• _Exercise directions_
Reproduce the listing below exactly, except for its pictures.

• _Data to use_
· · ·

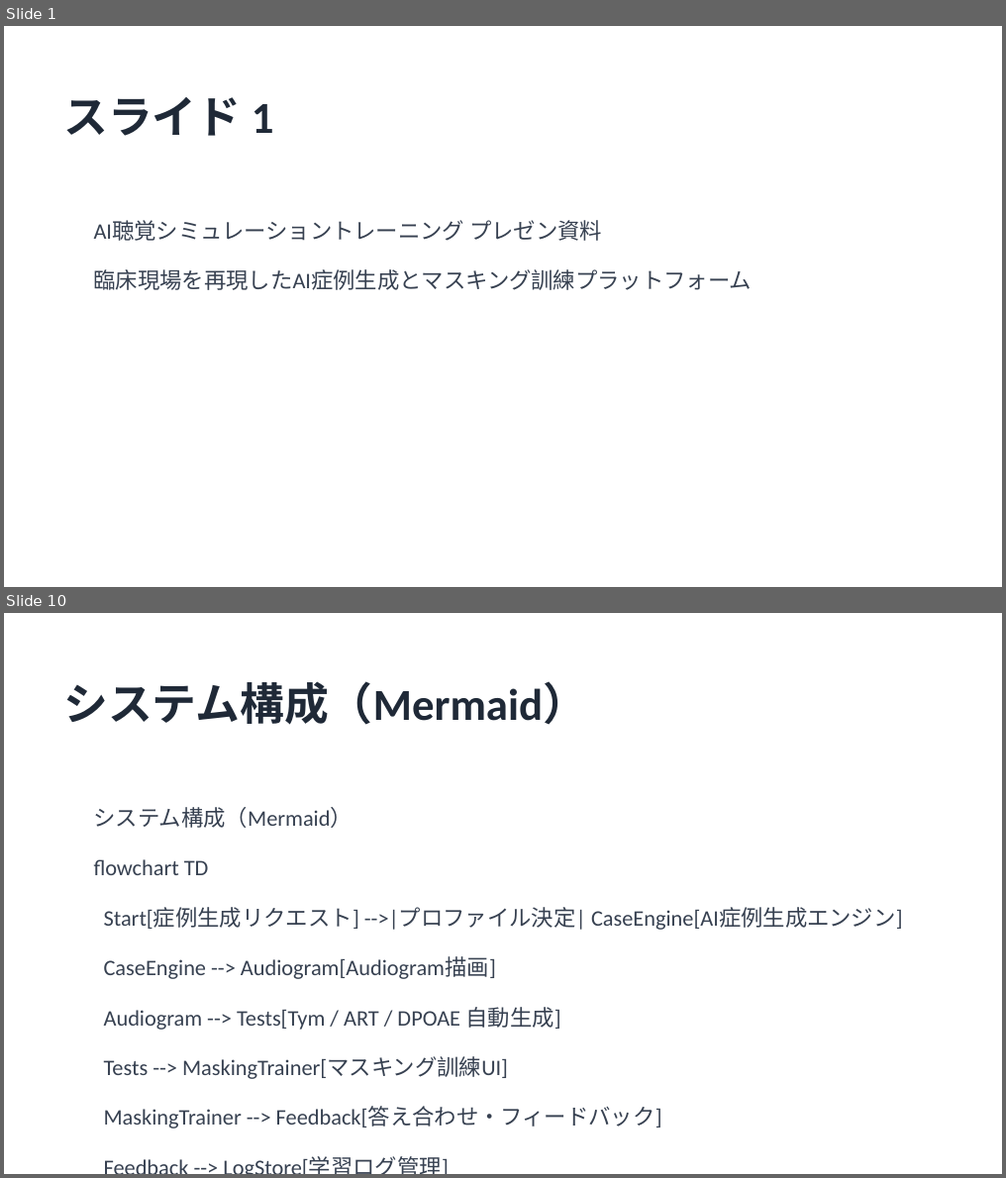
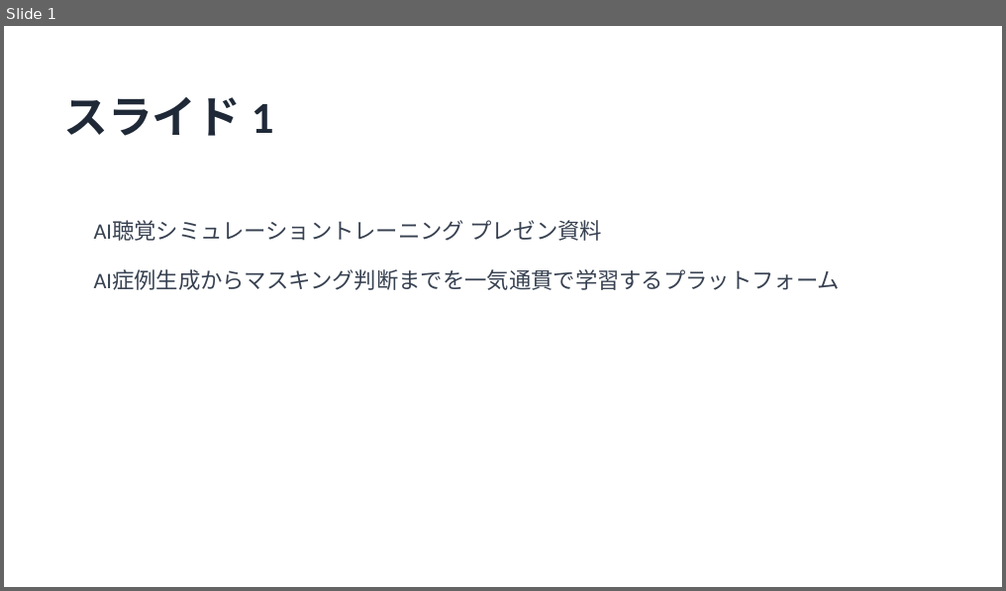
Before and after one commit to HIdechan-Maeda/Audiogram-masking-training-ver.2, a slide deck: HearSim_マスキング訓練プレゼン.pptx. Shown one above the other, each under a label of ours: slides 1 and 10 before the commit, slide 1 after it; the slides between them are not shown. The pictures are 1006x1178 and 1006x591 pixels, drawn with LibreOffice and Linux fonts; fonts in the diff are those of the drawing. Boxes give left, top, right and bottom in pixels: in the first picture for what was removed or moved away, otherwise in the second. Text is boxed around its words. In the diff, an @@ line names an element or a change of style, - is before the commit and + after.

Commit message:
Refine masking training deck with measurement workflow

```diff
--- a/HearSim_マスキング訓練プレゼン.pptx
+++ b/HearSim_マスキング訓練プレゼン.pptx
@@ slide 10 removed at <box>4,613,1002,1174</box>, background #FFFFFF @@
@@ text removed at <box>63,681,587,725</box> @@
-システム構成（Mermaid）
@@ text removed at <box>94,807,353,828</box> @@
-システム構成（Mermaid）
@@ text removed at <box>94,860,209,875</box> @@
-flowchart TD
@@ text removed at <box>104,907,903,930</box> @@
-Start[症例生成リクエスト] -->|プロファイル決定| CaseEngine[AI症例生成エンジン]
@@ text removed at <box>104,957,496,979</box> @@
-CaseEngine --> Audiogram[Audiogram描画]
@@ text removed at <box>104,1007,561,1030</box> @@
-Audiogram --> Tests[Tym / ART / DPOAE 自動生成]
@@ text removed at <box>104,1057,508,1079</box> @@
-Tests --> MaskingTrainer[マスキング訓練UI]
@@ text removed at <box>104,1107,662,1129</box> @@
-MaskingTrainer --> Feedback[答え合わせ・フィードバック]
@@ text removed at <box>84,1142,922,1174</box> @@
-Feedback --> LogStore[学習ログ管理]
@@ slide 1 changed as well @@
@@ text at <box>94,271,841,290</box>: text changed @@
-臨床現場を再現したAI症例生成とマスキング訓練プラットフォーム
+AI症例生成からマスキング判断までを一気通貫で学習するプラットフォーム
```
Also in this commit, not shown: 8 other slides changed, 4 slides added, 3 other slides removed, 1 other file.

· · ·

• _Task output_
Before and after one commit to HIdechan-Maeda/Audiogram-masking-training-ver.2, a slide deck: HearSim_マスキング訓練プレゼン.pptx. Shown one above the other, each under a label of ours: slides 1 and 10 before the commit, slide 1 after it; the slides between them are not shown. The pictures are 1006x1178 and 1006x591 pixels, drawn with LibreOffice and Linux fonts; fonts in the diff are those of the drawing. Boxes give left, top, right and bottom in pixels: in the first picture for what was removed or moved away, otherwise in the second. Text is boxed around its words. In the diff, an @@ line names an element or a change of style, - is before the commit and + after.

Commit message:
Refine masking training deck with measurement workflow

```diff
--- a/HearSim_マスキング訓練プレゼン.pptx
+++ b/HearSim_マスキング訓練プレゼン.pptx
@@ slide 10 removed at <box>4,613,1002,1174</box>, background #FFFFFF @@
@@ text removed at <box>63,681,587,725</box> @@
-システム構成（Mermaid）
@@ text removed at <box>94,807,353,828</box> @@
-システム構成（Mermaid）
@@ text removed at <box>94,860,209,875</box> @@
-flowchart TD
@@ text removed at <box>104,907,903,930</box> @@
-Start[症例生成リクエスト] -->|プロファイル決定| CaseEngine[AI症例生成エンジン]
@@ text removed at <box>104,957,496,979</box> @@
-CaseEngine --> Audiogram[Audiogram描画]
@@ text removed at <box>104,1007,561,1030</box> @@
-Audiogram --> Tests[Tym / ART / DPOAE 自動生成]
@@ text removed at <box>104,1057,508,1079</box> @@
-Tests --> MaskingTrainer[マスキング訓練UI]
@@ text removed at <box>104,1107,662,1129</box> @@
-MaskingTrainer --> Feedback[答え合わせ・フィードバック]
@@ text removed at <box>84,1142,922,1174</box> @@
-Feedback --> LogStore[学習ログ管理]
@@ slide 1 changed as well @@
@@ text at <box>94,271,841,290</box>: text changed @@
-臨床現場を再現したAI症例生成とマスキング訓練プラットフォーム
+AI症例生成からマスキング判断までを一気通貫で学習するプラットフォーム
```
Also in this commit, not shown: 8 other slides changed, 4 slides added, 3 other slides removed, 1 other file.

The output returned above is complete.